** Work to complete **
The lines you return should be those containing the string "Monitoring", taken from the data below.

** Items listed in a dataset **
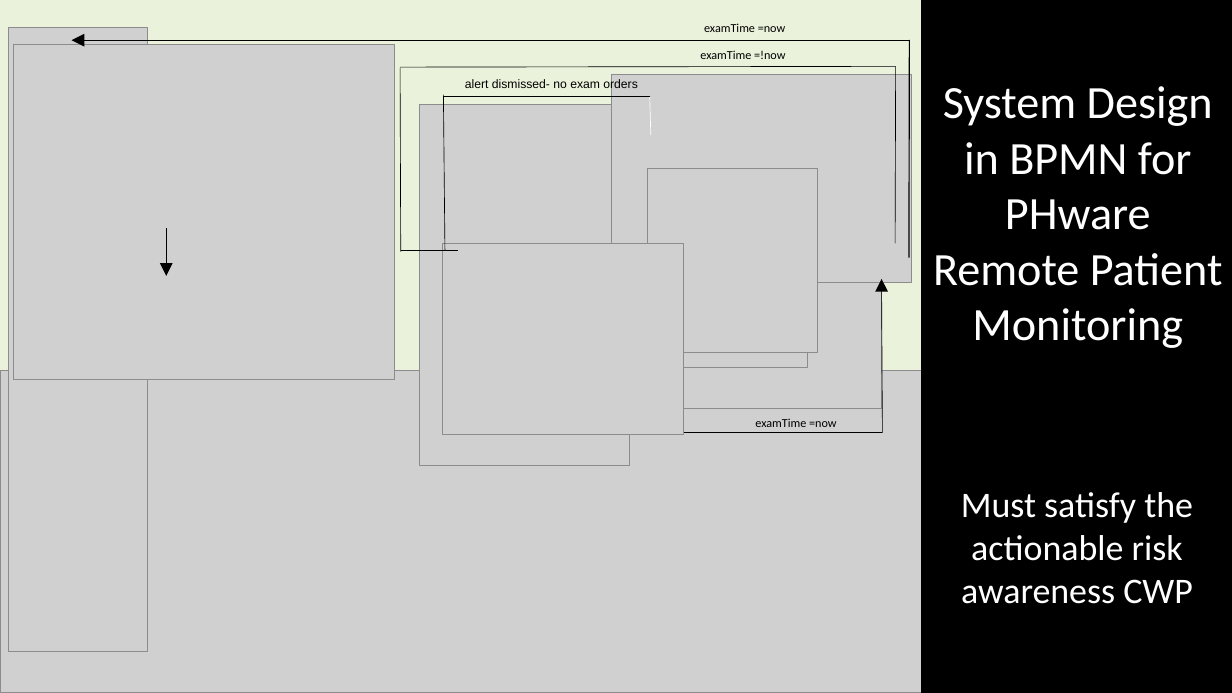
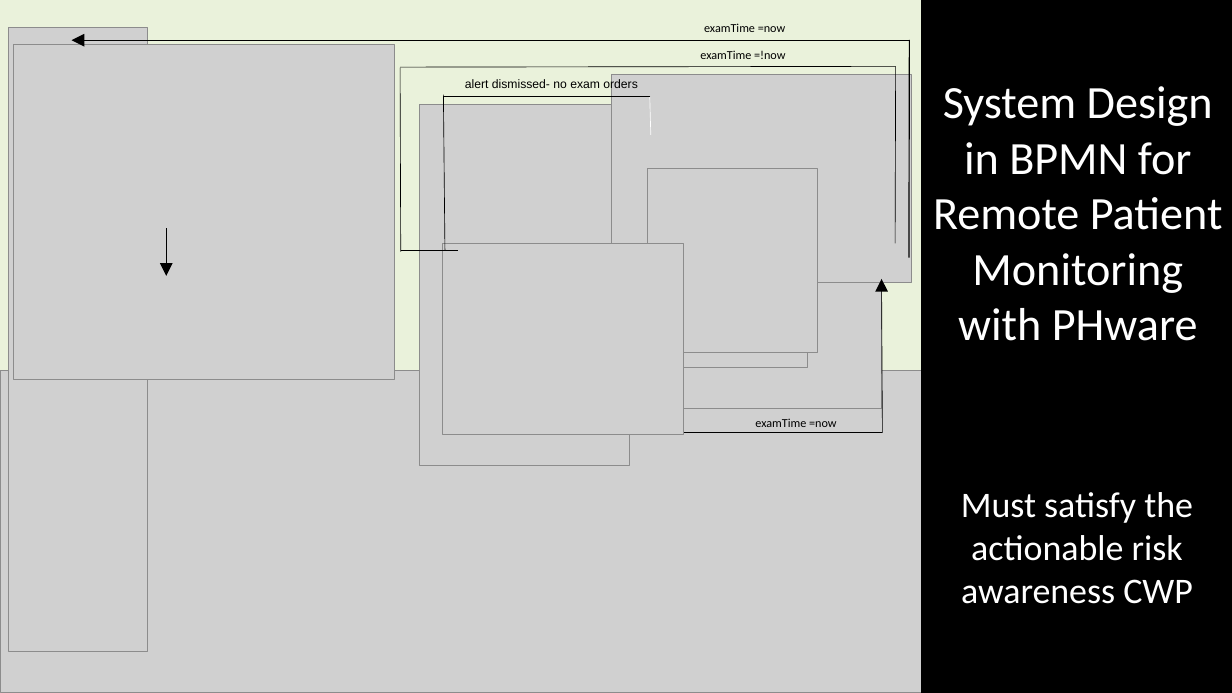
Before and after one commit to ericmercer/SPIN-bpmn-cwp-verification-paper, a slide deck: slide 14 of presentation/syscon-2022.pptx. Drawn at 1232x693 pixels with LibreOffice and Linux fonts; fonts in the diff are those of the drawing; grey boxes stand for pictures. Boxes give left, top, right and bottom in pixels: in the first picture for what was removed or moved away, otherwise in the second. Text is boxed around its words. In the diff, an @@ line names an element or a change of style, - is before the commit and + after.

Commit message:
Add script upto BPMN

```diff
--- a/presentation/syscon-2022.pptx
+++ b/presentation/syscon-2022.pptx
@@ text at box(933, 86, 1223, 341): text changed @@
-System Design in BPMN for PHware Remote Patient Monitoring
+System Design in BPMN for Remote Patient Monitoring with PHware
```
Also in this commit, not shown: 9 other slides changed.

** Result of the exercise **
-System Design in BPMN for PHware Remote Patient Monitoring
+System Design in BPMN for Remote Patient Monitoring with PHware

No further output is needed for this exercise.